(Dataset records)
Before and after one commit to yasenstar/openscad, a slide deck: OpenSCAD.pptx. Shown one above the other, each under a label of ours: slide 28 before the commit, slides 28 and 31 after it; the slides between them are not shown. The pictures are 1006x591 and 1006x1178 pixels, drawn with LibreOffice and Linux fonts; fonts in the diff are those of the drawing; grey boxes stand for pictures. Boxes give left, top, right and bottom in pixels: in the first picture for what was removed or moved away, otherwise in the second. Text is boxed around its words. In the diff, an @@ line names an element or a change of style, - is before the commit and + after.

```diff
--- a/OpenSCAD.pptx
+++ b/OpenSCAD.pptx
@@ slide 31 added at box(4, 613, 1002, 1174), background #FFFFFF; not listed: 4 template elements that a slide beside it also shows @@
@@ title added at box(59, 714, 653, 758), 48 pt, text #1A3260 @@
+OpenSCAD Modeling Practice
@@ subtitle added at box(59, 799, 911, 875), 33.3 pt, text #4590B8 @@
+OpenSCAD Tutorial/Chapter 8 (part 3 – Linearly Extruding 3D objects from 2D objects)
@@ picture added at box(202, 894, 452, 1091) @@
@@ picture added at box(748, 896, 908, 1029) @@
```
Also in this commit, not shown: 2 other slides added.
* * *
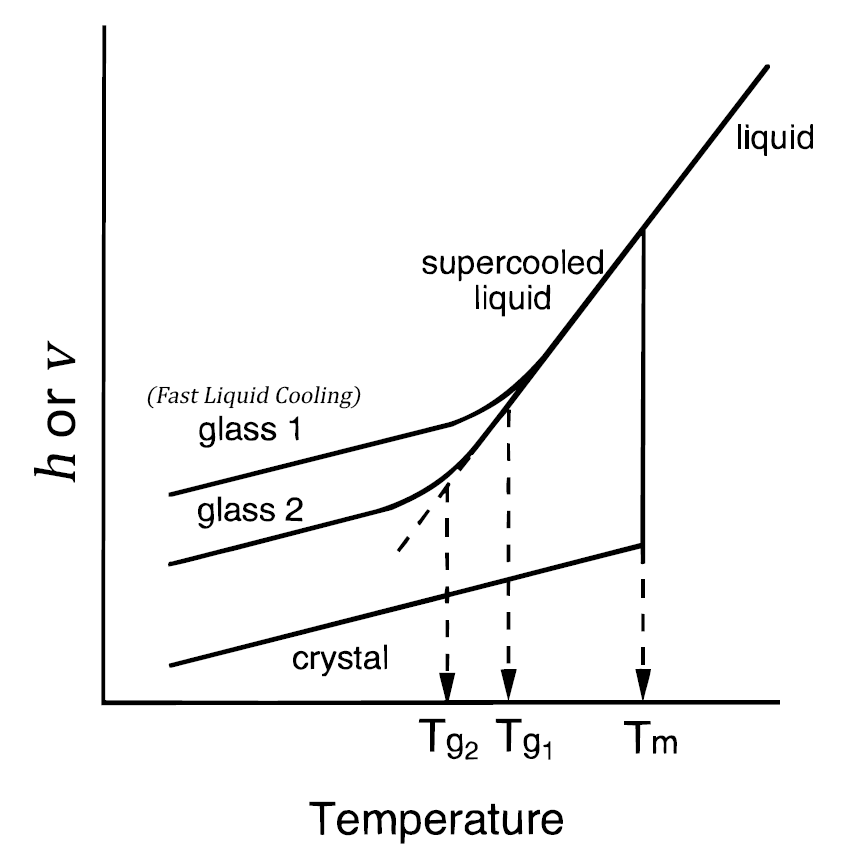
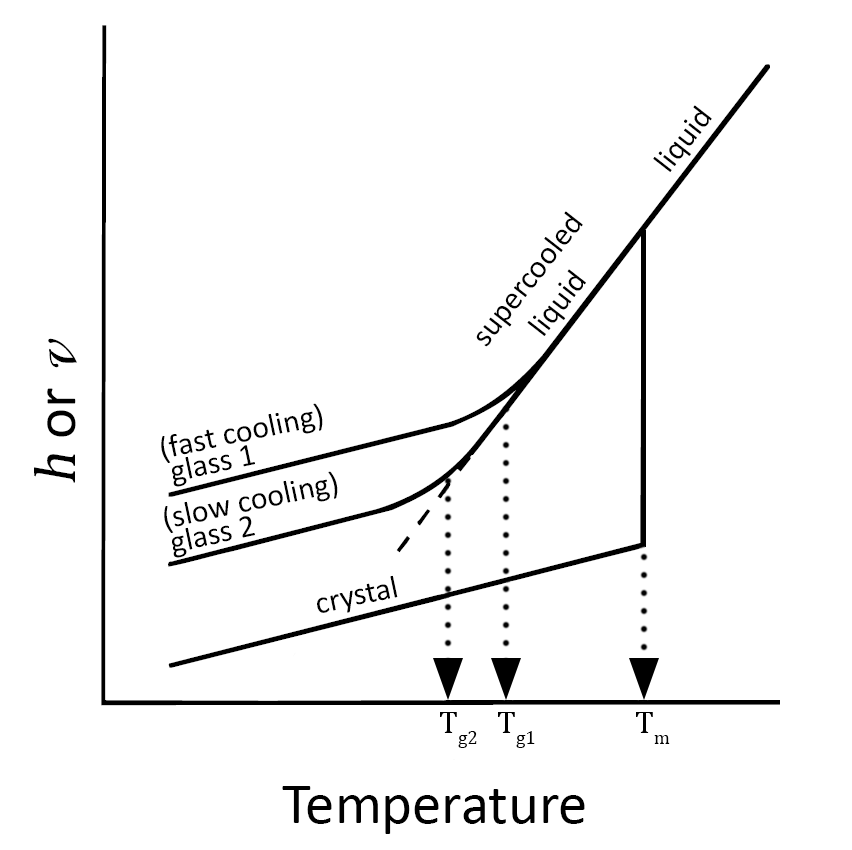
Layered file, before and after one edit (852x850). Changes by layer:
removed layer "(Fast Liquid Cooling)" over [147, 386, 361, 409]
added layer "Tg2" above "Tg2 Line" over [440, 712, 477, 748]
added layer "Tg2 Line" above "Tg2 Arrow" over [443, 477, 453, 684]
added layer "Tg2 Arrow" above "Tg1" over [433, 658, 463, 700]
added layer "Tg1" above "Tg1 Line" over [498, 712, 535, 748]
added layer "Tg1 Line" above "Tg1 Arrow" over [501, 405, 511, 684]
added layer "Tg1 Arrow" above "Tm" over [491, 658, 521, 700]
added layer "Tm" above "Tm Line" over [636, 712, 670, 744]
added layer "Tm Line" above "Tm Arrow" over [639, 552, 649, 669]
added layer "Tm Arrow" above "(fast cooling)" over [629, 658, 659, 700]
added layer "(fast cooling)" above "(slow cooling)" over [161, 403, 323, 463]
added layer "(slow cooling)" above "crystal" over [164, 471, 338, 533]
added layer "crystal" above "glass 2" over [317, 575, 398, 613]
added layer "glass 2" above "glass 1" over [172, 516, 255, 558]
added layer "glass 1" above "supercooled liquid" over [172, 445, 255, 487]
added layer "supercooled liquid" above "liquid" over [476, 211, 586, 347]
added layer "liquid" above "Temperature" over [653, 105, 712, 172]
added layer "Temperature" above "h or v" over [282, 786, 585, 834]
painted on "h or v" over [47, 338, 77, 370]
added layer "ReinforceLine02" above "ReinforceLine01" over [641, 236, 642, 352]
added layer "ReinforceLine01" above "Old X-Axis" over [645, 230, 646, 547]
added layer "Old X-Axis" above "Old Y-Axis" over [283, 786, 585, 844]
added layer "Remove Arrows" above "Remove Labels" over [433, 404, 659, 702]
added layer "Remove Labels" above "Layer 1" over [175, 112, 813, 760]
--
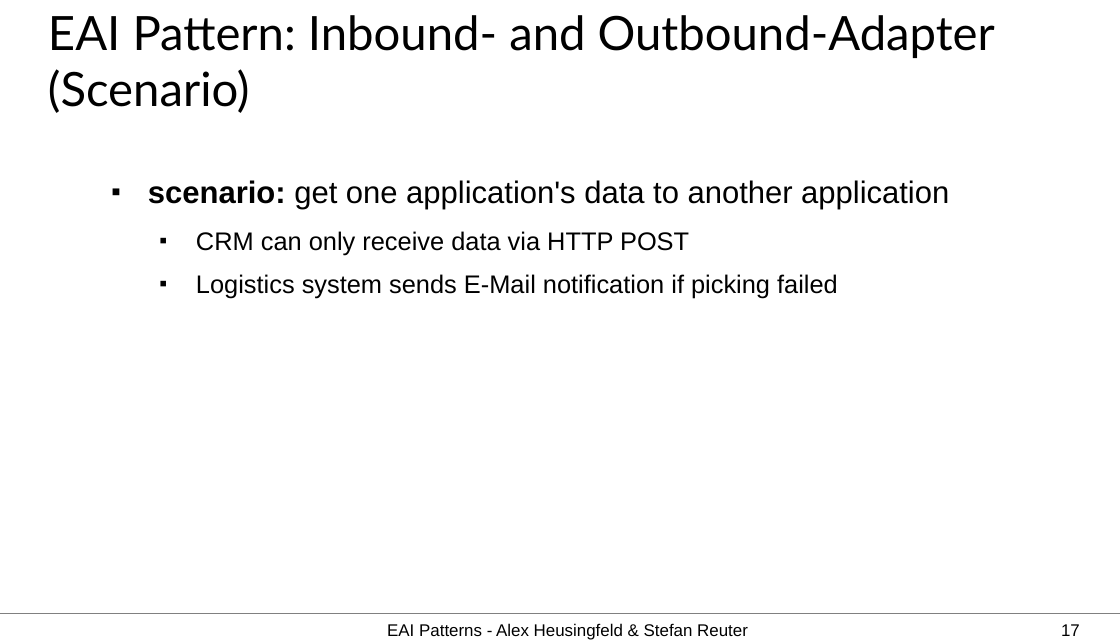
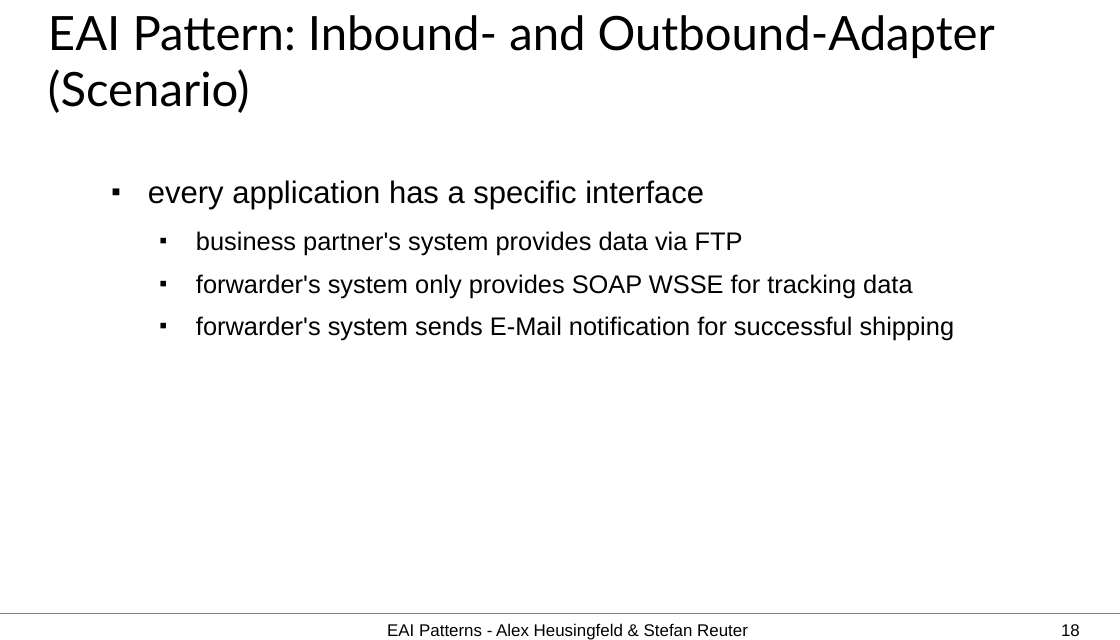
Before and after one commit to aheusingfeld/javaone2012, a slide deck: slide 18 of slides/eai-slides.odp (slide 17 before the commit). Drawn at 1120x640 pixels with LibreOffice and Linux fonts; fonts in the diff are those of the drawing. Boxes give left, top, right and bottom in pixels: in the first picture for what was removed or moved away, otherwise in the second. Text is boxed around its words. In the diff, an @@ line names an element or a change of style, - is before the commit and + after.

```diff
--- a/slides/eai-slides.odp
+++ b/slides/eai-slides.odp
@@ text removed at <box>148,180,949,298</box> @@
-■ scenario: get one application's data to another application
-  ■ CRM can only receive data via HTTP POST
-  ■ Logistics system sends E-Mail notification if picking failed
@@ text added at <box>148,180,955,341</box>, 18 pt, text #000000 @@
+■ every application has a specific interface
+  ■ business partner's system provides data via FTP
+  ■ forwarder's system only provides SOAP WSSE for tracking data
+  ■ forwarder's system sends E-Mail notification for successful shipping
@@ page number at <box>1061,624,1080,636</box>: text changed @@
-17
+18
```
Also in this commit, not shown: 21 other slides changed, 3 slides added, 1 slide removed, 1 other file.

THE TASK -
Every line above that holds the word "this" is to be found and copied.

TASK RESULT -
Also in this commit, not shown: 2 other slides added.
Also in this commit, not shown: 21 other slides changed, 3 slides added, 1 slide removed, 1 other file.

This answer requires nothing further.